Fact is, these programs turn anyone with a laptop into a "Contractor". Not sure that is a good idea for our industry. Kinda gets old cleaning up after chasers and their crumby work.


----------



## ssroofpros (Jan 22, 2011)

MJW said:


> Toot toot, haha.
> 
> Fact is, these programs turn anyone with a laptop into a "Contractor". Not sure that is a good idea for our industry. Kinda gets old cleaning up after chasers and their crumby work.


Toot, toot..? WTF?!

Who said anything about chasing storms? If you think a laptop and a program makes someone a contractor..Your nuts MJW!!
you better get the hang of these computer programs real fast because it won't be long before they're standard to the industry, and at that point your wright..prob not the best idea for your type in the industry..


----------



## BamBamm5144 (Jul 12, 2008)

I used to use computer programs and all these other junk. Just all show. Then I got down to basics of thinking what people really want. They do not care about these things. They want to know how the roof is installed, the steps that it takes and so on and so fourth.

My proposal has a list of about 15 different things on it. Starting from the very first thing, laying down tarps and plywood to protect the property to the very last thing, final inspection and clean up. I go through each bullet point and check it off with the homeowner.

This seems to work much better then the fancy computer stuff I used to do.


----------



## MJW (Jan 27, 2006)

ssroofpros said:


> Toot, toot..? WTF?!
> 
> Who said anything about chasing storms? If you think a laptop and a program makes someone a contractor..Your nuts MJW!!
> you better get the hang of these computer programs real fast because it won't be long before they're standard to the industry, and at that point your wright..prob not the best idea for your type in the industry..


I've used a number of proposal programs including Xactimate.
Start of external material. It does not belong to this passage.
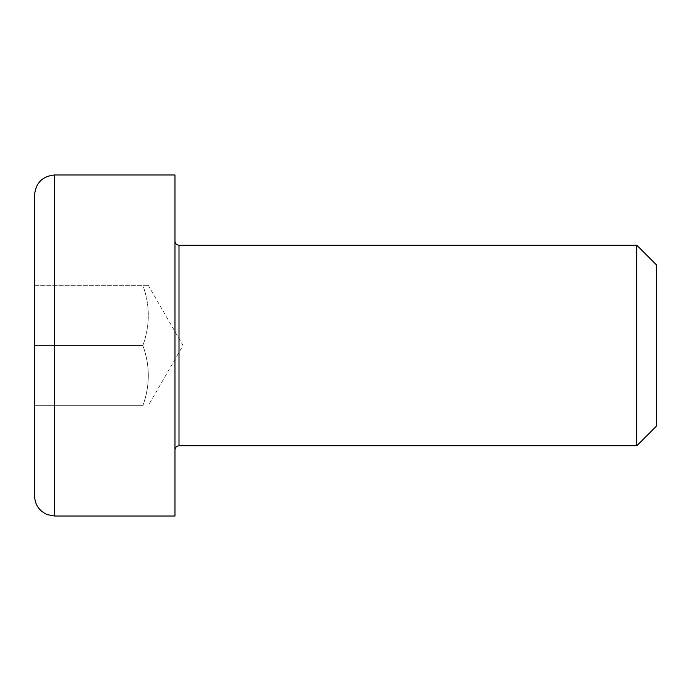 <?xml version="1.0" encoding="UTF-8"?>
<svg xmlns="http://www.w3.org/2000/svg" width="691" height="691" viewBox="0 0 691 691"><rect width="100%" height="100%" fill="white"/><g stroke="black" fill="none" stroke-linecap="round" stroke-linejoin="round"><path stroke-width="0.52" stroke-dasharray="3.46 2.59" d="M174.978 345.5L174.978 449.815L174.978 345.5M636.757 445.807L636.757 245.193M174.978 516.022L174.978 174.978M656.45 264.886L656.45 426.114M34.55 495.957L34.55 195.043M34.55 285.314L34.55 405.686L34.55 285.314L142.882 285.314C150.12 305.379 150.12 325.435 142.882 345.5C150.12 365.565 150.12 385.621 142.882 405.686L34.55 405.686L142.882 405.686C150.12 385.621 150.12 365.565 142.882 345.5L34.55 345.5L142.882 345.5C150.12 325.435 150.12 305.379 142.882 285.314C150.12 285.314 150.12 285.314 142.882 285.314C150.12 285.314 150.12 285.314 142.882 285.314L34.55 285.314M148.254 285.314L183.003 345.5L148.254 405.686M178.995 245.193L178.995 445.807M54.615 174.978L54.615 516.022"/><path stroke-width="1.04" d="M636.757 445.807L656.45 426.114L656.45 264.886L636.757 245.193L636.757 445.807L178.995 445.807L178.995 245.193C176.576 244.977 175.238 243.638 174.978 241.185M54.615 174.978L174.978 174.978L174.978 516.022L54.615 516.022L54.615 174.978C42.427 176.17 35.742 182.856 34.55 195.043L34.55 495.957C34.965 504.767 39.188 510.986 47.23 514.614L54.615 516.022M178.995 445.807C176.576 446.023 175.238 447.362 174.978 449.815M178.995 245.193L636.757 245.193"/></g></svg>
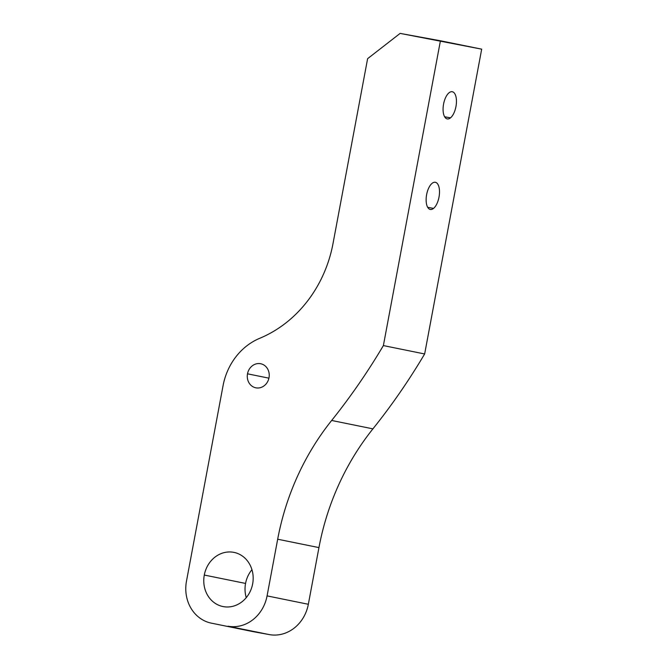 <?xml version="1.0" encoding="UTF-8"?>
<svg xmlns="http://www.w3.org/2000/svg" width="668" height="668" viewBox="0 0 668 668"><rect width="100%" height="100%" fill="white"/><g stroke="black" fill="none" stroke-linecap="round" stroke-linejoin="round"><path stroke-width="1" d="M433.557 208.391A13.819 6.313 -79.6 0 1 430.334 209.46A13.819 6.313 -79.6 0 1 426.184 198.07A13.819 6.313 -79.6 0 1 432.079 183.349A13.819 6.313 -79.6 0 1 435.302 182.28A13.819 6.313 -79.6 0 1 439.444 193.67A13.819 6.313 -79.6 0 1 433.557 208.391L427.695 207.322L433.557 208.391A13.819 6.313 100.4 0 0 439.469 190.463A13.819 6.313 100.4 0 0 432.079 183.349A13.819 6.313 100.4 0 0 426.167 201.277A13.819 6.313 100.4 0 0 433.557 208.391M252.078 631.427A36.849 32.774 -78.5 0 0 253.197 631.652L269.321 634.6A36.849 32.774 -78.5 0 0 308.34 604.281L318.945 547.601A245.649 218.486 101.5 0 1 372.919 428.856A614.126 546.207 -78.5 0 0 424.648 353.965L383.382 345.581L440.429 40.773L481.686 49.156L424.648 353.965A614.126 546.207 101.5 0 1 372.919 428.856A245.649 218.486 -78.5 0 0 318.945 547.601L277.679 539.218A245.649 218.486 101.5 0 1 331.662 420.464L372.919 428.856L331.662 420.464A614.126 546.207 -78.5 0 0 383.382 345.581L424.648 353.965L481.686 49.156L400.124 33.4L440.429 40.773L383.382 345.581A614.126 546.207 101.5 0 1 331.662 420.464A245.649 218.486 -78.5 0 0 277.679 539.218L318.945 547.601L308.34 604.281L267.075 595.889L277.679 539.218L267.075 595.889L308.34 604.281A36.849 32.774 101.5 0 1 269.321 634.6L228.055 626.217A36.849 32.774 -78.5 0 0 267.075 595.889A36.849 32.774 101.5 0 1 228.055 626.217L269.321 634.6L253.197 631.652A36.849 32.774 101.5 0 1 252.638 631.544L211.372 623.152A36.849 32.774 -78.5 0 0 211.94 623.261L253.197 631.652L211.94 623.261A36.849 32.774 101.5 0 1 186.481 581.152A36.849 32.774 -78.5 0 0 211.372 623.152M450.499 117.852A13.819 6.313 100.4 0 0 456.411 99.916A13.819 6.313 100.4 0 0 449.021 92.802A13.819 6.313 100.4 0 0 443.109 110.738A13.819 6.313 100.4 0 0 450.499 117.852L444.637 116.775L450.499 117.852A13.819 6.313 -79.6 0 1 447.276 118.921A13.819 6.313 -79.6 0 1 443.135 107.531A13.819 6.313 -79.6 0 1 449.021 92.802A13.819 6.313 -79.6 0 1 452.244 91.733A13.819 6.313 -79.6 0 1 456.394 103.123A13.819 6.313 -79.6 0 1 450.499 117.852M252.646 583.89A27.639 24.582 101.5 0 1 222.962 606.552A27.639 24.582 101.5 0 1 204.291 575.048L245.557 583.431A27.639 24.582 -78.5 0 0 246.258 597.635A27.639 24.582 101.5 0 1 245.557 583.431L204.291 575.048A27.639 24.582 101.5 0 1 233.975 552.386A27.639 24.582 101.5 0 1 252.646 583.89A27.639 24.582 -78.5 0 0 233.549 552.302A27.639 24.582 -78.5 0 0 204.291 575.048A27.639 24.582 -78.5 0 0 223.388 606.627A27.639 24.582 -78.5 0 0 252.646 583.89M251.945 569.687A27.639 24.582 -78.5 0 0 245.557 583.431A27.639 24.582 101.5 0 1 251.945 569.687M269.004 377.746A12.283 10.922 101.5 0 1 255.811 387.816A12.283 10.922 101.5 0 1 247.511 373.813L268.912 378.163L247.511 373.813A12.283 10.922 101.5 0 1 260.704 363.743A12.283 10.922 101.5 0 1 269.004 377.746A12.283 10.922 -78.5 0 0 260.512 363.709A12.283 10.922 -78.5 0 0 247.511 373.813A12.283 10.922 -78.5 0 0 255.994 387.849A12.283 10.922 -78.5 0 0 269.004 377.746M223.062 385.67L186.481 581.152L223.062 385.67A61.414 54.617 101.5 0 1 259.71 338.309A61.414 54.617 -78.5 0 0 223.062 385.67M333.006 243.586A122.828 109.243 101.5 0 1 259.71 338.309A122.828 109.243 -78.5 0 0 333.006 243.586L367.617 58.667L333.006 243.586M367.617 58.667L400.124 33.4L367.617 58.667"/></g></svg>

They are very easy to use.

There are plenty of pop up companies when a storm hits. Many are just a partial suit with a laptop sporting some fancy program that spits out a scope and price in the back seat on the portable printer. Then, they usually just sub it all out to cheap craigslist workers. Ya, we all know how it works.


----------



## ssroofpros (Jan 22, 2011)

MJW said:


> I've used a number of proposal programs including Xactimate. They are very easy to use.
> 
> There are plenty of pop up companies when a storm hits. Many are just a partial suit with a laptop sporting some fancy program that spits out a scope and price in the back seat on the portable printer. Then, they usually just sub it all out to cheap craigslist workers. Ya, we all know how it works.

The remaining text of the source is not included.